Business Owners Guide to Chapter 7 Bankruptcy Process out of Business

Chapter 7 for Small Business Owners - Brock & Stout Attorneys at Law

For most business owners, getting through tough financial times is not easy. If you are facing debts that seem to have no end, filing for Chapter 7 Business Bankruptcy may be the solution. This business owner’s step-by-step explanation of the Chapter 7 bankruptcy process helps people understand how good-faith debt relief is so important to economic prosperity and creating jobs.

What is Chapter 7 Bankruptcy?

Chapter 7 bankruptcy, more commonly known as a liquidation bankruptcy requires the sale of debtor’s assets. The proceeds from the sale of these assets are distributed to creditors. In this context, for businesses going bankrupt means shutting down and selling off assets to pay whatever outstanding debts remain.

Step 1: Take Stock of Your Financial Situation

Since Chapter 7 is necessary, you can be able to analyze your financial position before filing it. Decide if Chapter 7 is more beneficial than alternative bankruptcy options such as Chapter 11 (reorganization). Advice from a bankruptcy attorney can give you clarity and help to determine how your situation fits in the larger picture.

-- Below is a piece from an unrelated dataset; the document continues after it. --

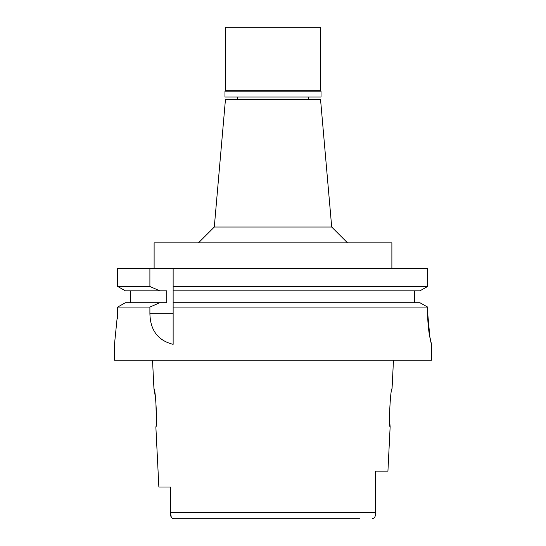 <?xml version="1.0" encoding="UTF-8"?>
<svg xmlns="http://www.w3.org/2000/svg" width="546" height="546" viewBox="0 0 546 546"><rect width="100%" height="100%" fill="white"/><g stroke="black" fill="none" stroke-linecap="round" stroke-linejoin="round"><path stroke-width="0.82" d="M172.058 518.215L173.601 518.7L359.773 518.7M186.227 518.7L173.601 518.7C171.376 518.106 170.434 516.571 170.755 514.093L171.287 517.287M170.755 488.035L170.755 493.079M170.755 513.827L170.755 486.998L158.866 486.998L170.755 486.998L170.755 497.461M375.245 471.143L375.245 514.093C375.559 516.55 374.617 518.086 372.399 518.7C374.617 518.106 375.559 516.571 375.245 514.093L375.245 471.143L387.926 471.143L390.144 426.76L389.646 421.184M158.866 486.998L155.856 426.76C157.603 427.873 155.569 387.762 153.952 388.718L155.426 397.099M155.876 400.662L156.354 421.184M393.475 360.183L392.048 388.718C390.499 387.414 388.356 427.764 390.144 426.76M389.407 414.762L389.414 412.175M331.702 227.034L320.557 99.584L225.443 99.584L214.298 227.034L331.702 227.034L347.556 242.881M391.885 268.243L391.885 242.881L154.115 242.881L154.115 268.243M427.634 307.07L419.894 302.723L173.137 302.723L173.137 286.479L427.634 286.479L427.634 268.243L117.683 268.243L117.683 286.479L149.897 286.479L159.766 290.834L166.721 290.834L166.721 302.723L125.389 302.723L117.683 307.07L117.683 312.626L114.483 344.335L114.483 360.183L431.517 360.183L431.517 344.335L429.422 334.971C428.276 328.16 427.675 320.707 427.634 312.626L427.634 307.07L173.137 307.07L173.137 344.267M173.137 302.723L173.137 307.07M173.137 286.479L173.137 268.243M427.634 268.243L427.634 286.479L419.894 290.834L173.137 290.834M414.605 290.834L414.605 302.723M130.651 302.723L130.651 290.834M159.766 290.834L125.389 290.834L117.683 286.479M149.897 268.243L149.897 286.479M133.504 307.07L149.897 307.07L159.766 302.723M117.683 307.07L149.897 307.07L149.897 313.779C150.232 326.167 154.716 339.81 173.137 344.335M117.574 318.577L117.683 312.626M431.388 344.171L430.241 339.455M429.948 337.94L427.634 312.626M321.028 91.182L224.972 91.182L225.443 90.704L320.557 90.704L321.028 91.182L321.028 97.045L224.972 97.045L224.972 91.182M320.557 90.704L320.557 27.3L225.443 27.3L225.443 90.704M170.755 512.674L375.245 512.674M149.897 313.779L173.137 313.779M153.952 388.718L152.525 360.183M308.667 97.045L308.667 99.584M237.333 97.045L237.333 99.584M214.298 227.034L198.444 242.881"/></g></svg>

Step 2. Gather Financial Records

Have in-depth financial paperwork such as the following:

  • Balance sheets
  • Profit and loss statements
  • Income tax return (usually last two years)
  • List of liabilities
  • Records of expenses

This paperwork will be necessary to correctly fill out the bankruptcy petition and schedules.

Step 3: Credit Counseling

You must also complete credit counseling with an approved agency within 6 months of filing for bankruptcy. The session usually takes about 90 minutes and can be carried out either online or over the phone. Otherwise, the agency will give you a certificate of completion to include with your bankruptcy petition.

Step 4: File the Petition

This Chapter 11 bankruptcy filing process with the court requires various forms to file a voluntary petition for such relief, including:

  • Voluntary petition (Form 101)
  • Schedules of assets and liabilities (Form 106)
  • Statement of financial affairs (Form 107)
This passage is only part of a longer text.